### TASK BRIEF
Transcribe the entries below exactly; leave every image out.

### Source records
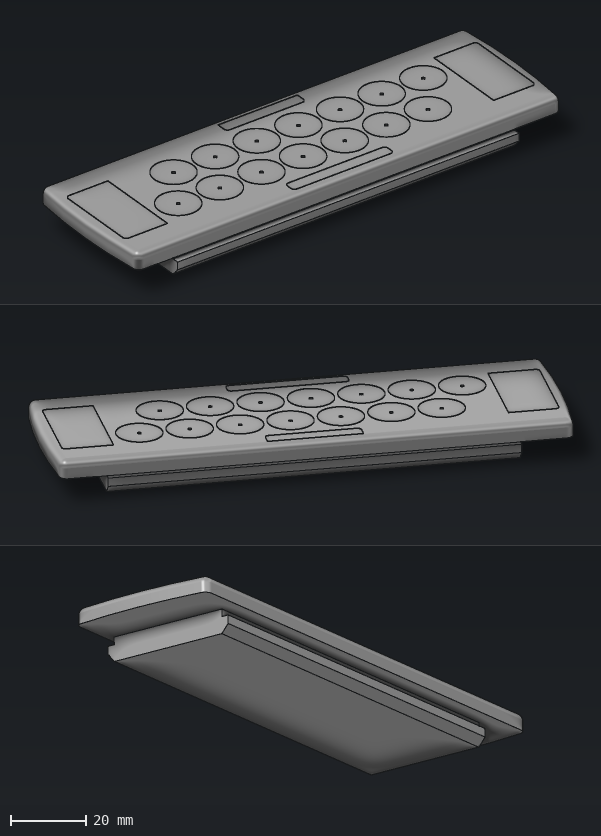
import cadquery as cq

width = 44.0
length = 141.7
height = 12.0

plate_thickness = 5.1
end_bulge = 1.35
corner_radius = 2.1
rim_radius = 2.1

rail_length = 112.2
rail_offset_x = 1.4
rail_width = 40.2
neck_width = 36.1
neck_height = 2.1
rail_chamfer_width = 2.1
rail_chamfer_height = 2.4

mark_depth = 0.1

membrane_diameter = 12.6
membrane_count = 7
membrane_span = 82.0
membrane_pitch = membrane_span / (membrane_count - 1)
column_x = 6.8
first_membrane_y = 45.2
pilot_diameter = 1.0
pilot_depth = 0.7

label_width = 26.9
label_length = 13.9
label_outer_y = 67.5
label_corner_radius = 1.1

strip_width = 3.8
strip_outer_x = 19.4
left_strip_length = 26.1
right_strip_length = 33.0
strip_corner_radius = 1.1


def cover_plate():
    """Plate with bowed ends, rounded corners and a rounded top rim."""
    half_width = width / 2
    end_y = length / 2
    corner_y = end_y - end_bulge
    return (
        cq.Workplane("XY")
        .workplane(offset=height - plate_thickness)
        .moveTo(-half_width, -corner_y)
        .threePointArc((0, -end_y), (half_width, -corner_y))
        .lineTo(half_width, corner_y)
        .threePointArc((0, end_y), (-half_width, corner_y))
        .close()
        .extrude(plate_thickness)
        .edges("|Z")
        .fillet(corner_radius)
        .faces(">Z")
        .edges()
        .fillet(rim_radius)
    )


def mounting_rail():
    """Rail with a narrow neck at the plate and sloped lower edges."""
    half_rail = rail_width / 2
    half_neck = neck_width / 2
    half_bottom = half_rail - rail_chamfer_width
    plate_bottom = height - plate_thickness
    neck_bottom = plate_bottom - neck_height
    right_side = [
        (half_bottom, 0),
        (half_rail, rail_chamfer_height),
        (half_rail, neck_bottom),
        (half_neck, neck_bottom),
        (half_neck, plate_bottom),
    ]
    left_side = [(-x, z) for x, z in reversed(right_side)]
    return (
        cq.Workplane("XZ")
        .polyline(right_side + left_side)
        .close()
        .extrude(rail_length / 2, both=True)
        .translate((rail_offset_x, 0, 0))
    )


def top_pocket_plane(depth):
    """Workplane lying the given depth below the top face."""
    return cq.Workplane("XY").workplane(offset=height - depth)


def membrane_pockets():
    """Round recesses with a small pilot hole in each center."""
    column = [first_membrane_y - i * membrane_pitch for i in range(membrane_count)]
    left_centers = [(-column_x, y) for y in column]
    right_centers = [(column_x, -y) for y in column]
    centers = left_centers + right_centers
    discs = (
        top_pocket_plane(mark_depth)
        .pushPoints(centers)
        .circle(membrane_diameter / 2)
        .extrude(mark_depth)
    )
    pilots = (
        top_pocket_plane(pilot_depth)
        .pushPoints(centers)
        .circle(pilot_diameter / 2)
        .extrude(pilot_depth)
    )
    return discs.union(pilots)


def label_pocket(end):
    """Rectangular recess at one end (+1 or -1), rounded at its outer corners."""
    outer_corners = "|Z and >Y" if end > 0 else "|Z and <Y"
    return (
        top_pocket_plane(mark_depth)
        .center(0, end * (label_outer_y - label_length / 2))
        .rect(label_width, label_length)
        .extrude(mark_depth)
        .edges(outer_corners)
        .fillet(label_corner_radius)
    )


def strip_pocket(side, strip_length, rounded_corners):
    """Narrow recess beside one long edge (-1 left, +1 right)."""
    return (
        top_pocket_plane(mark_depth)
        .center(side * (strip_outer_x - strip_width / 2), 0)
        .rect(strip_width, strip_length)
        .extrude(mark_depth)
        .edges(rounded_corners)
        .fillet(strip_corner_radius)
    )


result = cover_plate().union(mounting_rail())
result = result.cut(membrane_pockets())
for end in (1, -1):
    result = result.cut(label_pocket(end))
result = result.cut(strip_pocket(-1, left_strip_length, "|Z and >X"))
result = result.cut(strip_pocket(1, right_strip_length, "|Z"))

### RESULT OF THIS EXERCISE
import cadquery as cq

width = 44.0
length = 141.7
height = 12.0

plate_thickness = 5.1
end_bulge = 1.35
corner_radius = 2.1
rim_radius = 2.1

rail_length = 112.2
rail_offset_x = 1.4
rail_width = 40.2
neck_width = 36.1
neck_height = 2.1
rail_chamfer_width = 2.1
rail_chamfer_height = 2.4

mark_depth = 0.1

membrane_diameter = 12.6
membrane_count = 7
membrane_span = 82.0
membrane_pitch = membrane_span / (membrane_count - 1)
column_x = 6.8
first_membrane_y = 45.2
pilot_diameter = 1.0
pilot_depth = 0.7

label_width = 26.9
label_length = 13.9
label_outer_y = 67.5
label_corner_radius = 1.1

strip_width = 3.8
strip_outer_x = 19.4
left_strip_length = 26.1
right_strip_length = 33.0
strip_corner_radius = 1.1


def cover_plate():
    """Plate with bowed ends, rounded corners and a rounded top rim."""
    half_width = width / 2
    end_y = length / 2
    corner_y = end_y - end_bulge
    return (
        cq.Workplane("XY")
        .workplane(offset=height - plate_thickness)
        .moveTo(-half_width, -corner_y)
        .threePointArc((0, -end_y), (half_width, -corner_y))
        .lineTo(half_width, corner_y)
        .threePointArc((0, end_y), (-half_width, corner_y))
        .close()
        .extrude(plate_thickness)
        .edges("|Z")
        .fillet(corner_radius)
        .faces(">Z")
        .edges()
        .fillet(rim_radius)
    )


def mounting_rail():
    """Rail with a narrow neck at the plate and sloped lower edges."""
    half_rail = rail_width / 2
    half_neck = neck_width / 2
    half_bottom = half_rail - rail_chamfer_width
    plate_bottom = height - plate_thickness
    neck_bottom = plate_bottom - neck_height
    right_side = [
        (half_bottom, 0),
        (half_rail, rail_chamfer_height),
        (half_rail, neck_bottom),
        (half_neck, neck_bottom),
        (half_neck, plate_bottom),
    ]
    left_side = [(-x, z) for x, z in reversed(right_side)]
    return (
        cq.Workplane("XZ")
        .polyline(right_side + left_side)
        .close()
        .extrude(rail_length / 2, both=True)
        .translate((rail_offset_x, 0, 0))
    )


def top_pocket_plane(depth):
    """Workplane lying the given depth below the top face."""
    return cq.Workplane("XY").workplane(offset=height - depth)


def membrane_pockets():
    """Round recesses with a small pilot hole in each center."""
    column = [first_membrane_y - i * membrane_pitch for i in range(membrane_count)]
    left_centers = [(-column_x, y) for y in column]
    right_centers = [(column_x, -y) for y in column]
    centers = left_centers + right_centers
    discs = (
        top_pocket_plane(mark_depth)
        .pushPoints(centers)
        .circle(membrane_diameter / 2)
        .extrude(mark_depth)
    )
    pilots = (
        top_pocket_plane(pilot_depth)
        .pushPoints(centers)
        .circle(pilot_diameter / 2)
        .extrude(pilot_depth)
    )
    return discs.union(pilots)


def label_pocket(end):
    """Rectangular recess at one end (+1 or -1), rounded at its outer corners."""
    outer_corners = "|Z and >Y" if end > 0 else "|Z and <Y"
    return (
        top_pocket_plane(mark_depth)
        .center(0, end * (label_outer_y - label_length / 2))
        .rect(label_width, label_length)
        .extrude(mark_depth)
        .edges(outer_corners)
        .fillet(label_corner_radius)
    )


def strip_pocket(side, strip_length, rounded_corners):
    """Narrow recess beside one long edge (-1 left, +1 right)."""
    return (
        top_pocket_plane(mark_depth)
        .center(side * (strip_outer_x - strip_width / 2), 0)
        .rect(strip_width, strip_length)
        .extrude(mark_depth)
        .edges(rounded_corners)
        .fillet(strip_corner_radius)
    )


result = cover_plate().union(mounting_rail())
result = result.cut(membrane_pockets())
for end in (1, -1):
    result = result.cut(label_pocket(end))
result = result.cut(strip_pocket(-1, left_strip_length, "|Z and >X"))
result = result.cut(strip_pocket(1, right_strip_length, "|Z"))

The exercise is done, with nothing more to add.